1. For the 16 teams in the National League data is shown for the team batting averages as of August 27, 2012. Determine the:
a) Mean
b) Median
c) Mode
d) Sample Standard Deviation
e) Coefficient of Variation
Team Batting Average
Arizona Diamondbacks .258
Atlanta Braves .253
Chicago Cubs .241
Cincinnati Reds .257
Colorado Rockies .269
Houston Astros .238
Los Angeles Dodgers .253
Miami Marlins .244
Milwaukee Brewers .252
New York Mets .253
Philadelphia Phillies .256
Pittsburgh Pirates .245
San Diego Padres .241
San Francisco Giants .265
St. Louis Cardinals .277
Washington Nationals .257
2. A study shows that of patients suffering from a certain disease, 72% die from the disease.
What is the probability that of 8 randomly selected patients:
a) 4 will survive the disease?
b) 2 or more will die from the disease?
c) Less than 2 will survive the disease?
3. A manufacturer of turbine blades finds that on the average, 12% of blades made are rejected because they are nonconforming. What is the probability that a batch of 10 blades will contain:
a) Less than 2 rejects?
b) 2 rejects?
4. Vehicles pass through a busy intersection at an average rate of 300 per hour.
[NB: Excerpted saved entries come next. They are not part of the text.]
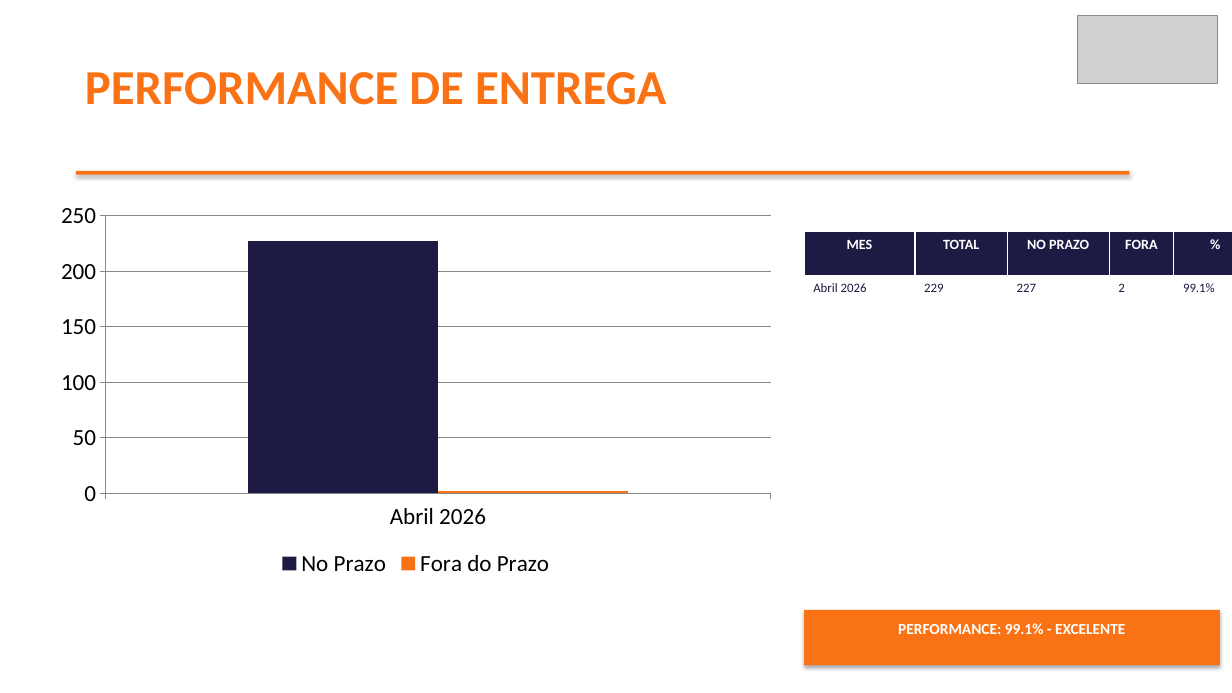
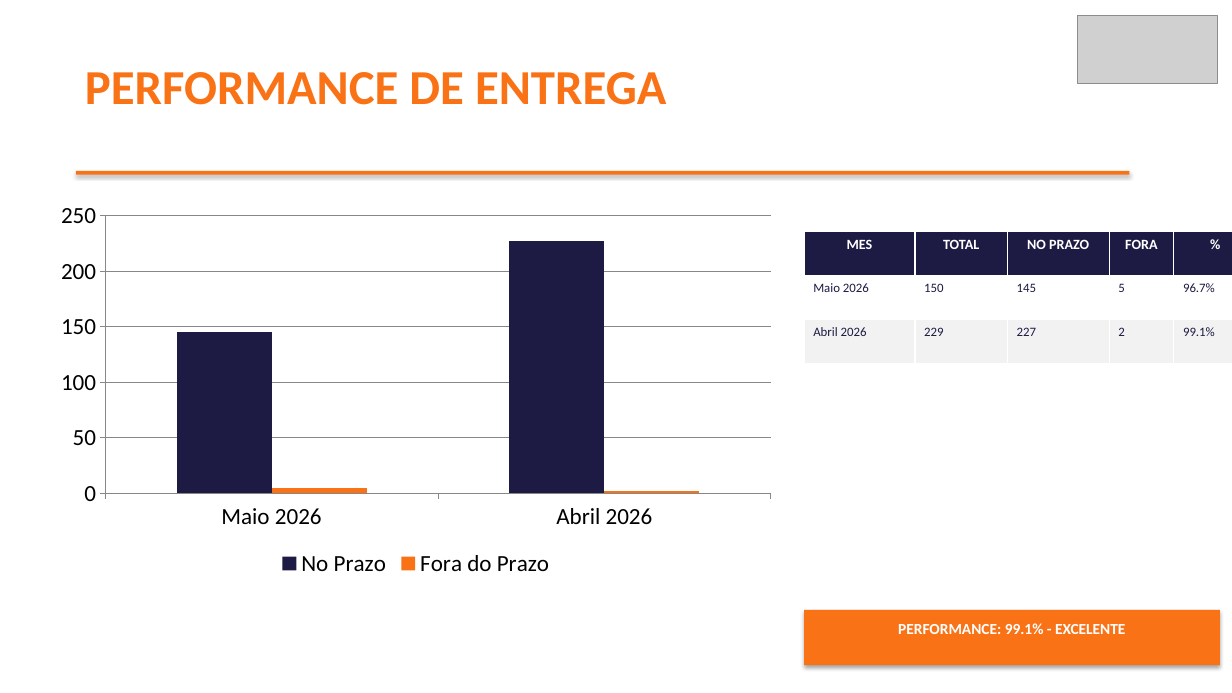
Before and after one commit to brendaelicia-sketch/PortoEX, a slide deck: slide 3 of PEX_LOGISTICA_INTEGRADA_LTDA.pptx. Drawn at 1232x693 pixels with LibreOffice and Linux fonts; fonts in the diff are those of the drawing; grey boxes stand for pictures. Boxes give left, top, right and bottom in pixels: in the first picture for what was removed or moved away, otherwise in the second. Text is boxed around its words. In the diff, an @@ line names an element or a change of style, - is before the commit and + after.

```diff
--- a/PEX_LOGISTICA_INTEGRADA_LTDA.pptx
+++ b/PEX_LOGISTICA_INTEGRADA_LTDA.pptx
@@ column chart at [46, 194, 786, 582] @@
-categories: Abril 2026
+categories: Maio 2026, Abril 2026
-No Prazo: 227
+No Prazo: 145, 227
-Fora do Prazo: 2
+Fora do Prazo: 5, 2
@@ table at [804, 231, 1232, 364] @@
+row 2: Maio 2026 | 150 | 145 | 5 | 96.7%
```
Also in this commit, not shown: 1 other slide changed, 20 other files.

a) Find the probability that none pass through the intersection in a given minute.
b) What is the expected number passing through in three minutes?
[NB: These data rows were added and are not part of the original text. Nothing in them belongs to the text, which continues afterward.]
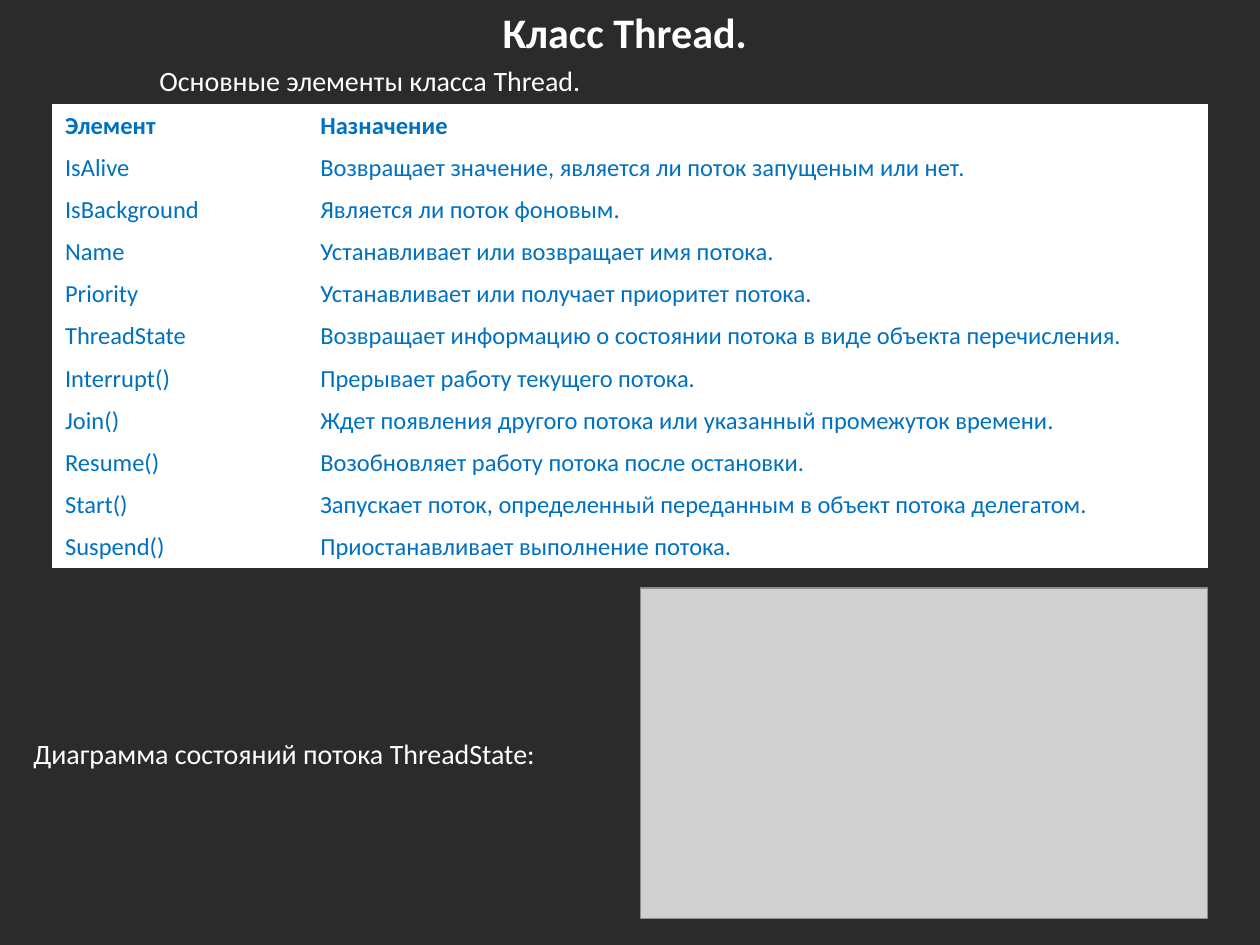
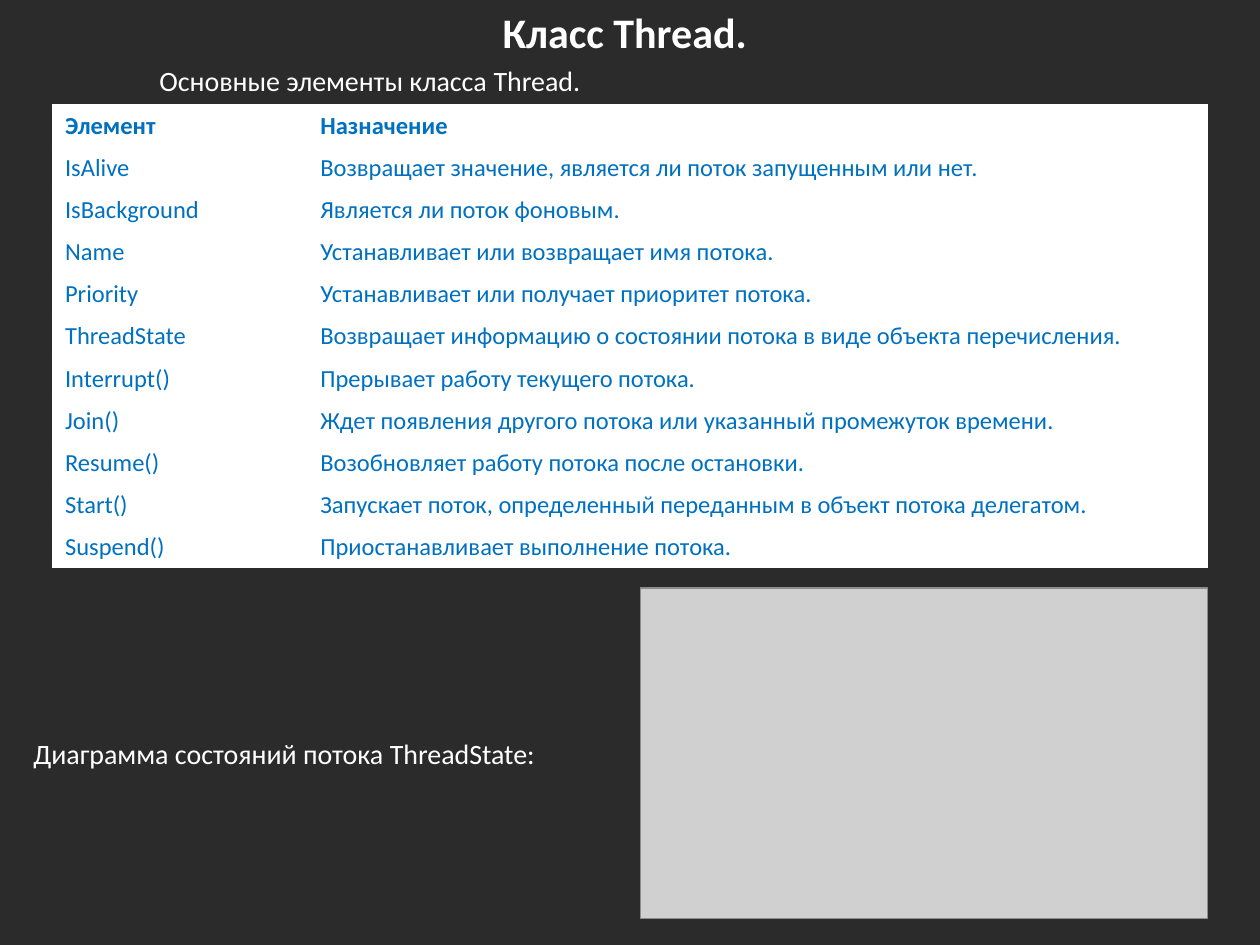
Before and after one commit to bazile/Training, a slide deck: slide 17 of Presentation/lesson-08-multithreading.pptx (slide 16 before the commit). Drawn at 1260x945 pixels with LibreOffice and Linux fonts; fonts in the diff are those of the drawing; grey boxes stand for pictures; background and template pictures are left out; a plain dark background stands for a picture behind light text. Boxes give left, top, right and bottom in pixels: in the first picture for what was removed or moved away, otherwise in the second. Text is boxed around its words. In the diff, an @@ line names an element or a change of style, - is before the commit and + after.

```diff
--- a/Presentation/lesson-08-multithreading.pptx
+++ b/Presentation/lesson-08-multithreading.pptx
@@ table at bbox=[53, 105, 1208, 567] @@
-row 2, column 2: Возвращает значение, является ли поток запущеным или нет.
+row 2, column 2: Возвращает значение, является ли поток запущенным или нет.
```
Also in this commit, not shown: 3 other slides changed, 1 slide added, 3 other files.

c) Find the probability that this expected number actually pass through in a given three-minute period
5. Twenty sheets of raw material are examined for surface flaws. The frequency of the number of sheets with a given number of nonconformances per sheet was as follows:
Number of flaws Frequency
0 4
1 3
2 5
3 2
4 4
5 1
6 1
What is the probability of finding a sheet chosen at random which contains 3 or more surface flaws?
6. Professor Kyle has 150 students in his college mathematics lecture class. The scores on the final exam are normally distributed with a mean of 72.3 and a standard deviation of 8.9. How many students in the class can be expected to receive a score between 82 and 90?
7. A machine is used to fill bottles of water bottles. The amount of soda dispensed into each bottle varies slightly. Suppose the amount of soda dispensed into the bottles is normally distributed. If the average is 590 and at least 99% of the bottles must have between 585 and 595 milliliters of water, find the greatest standard deviation, to the nearest hundredth, that can be allowed.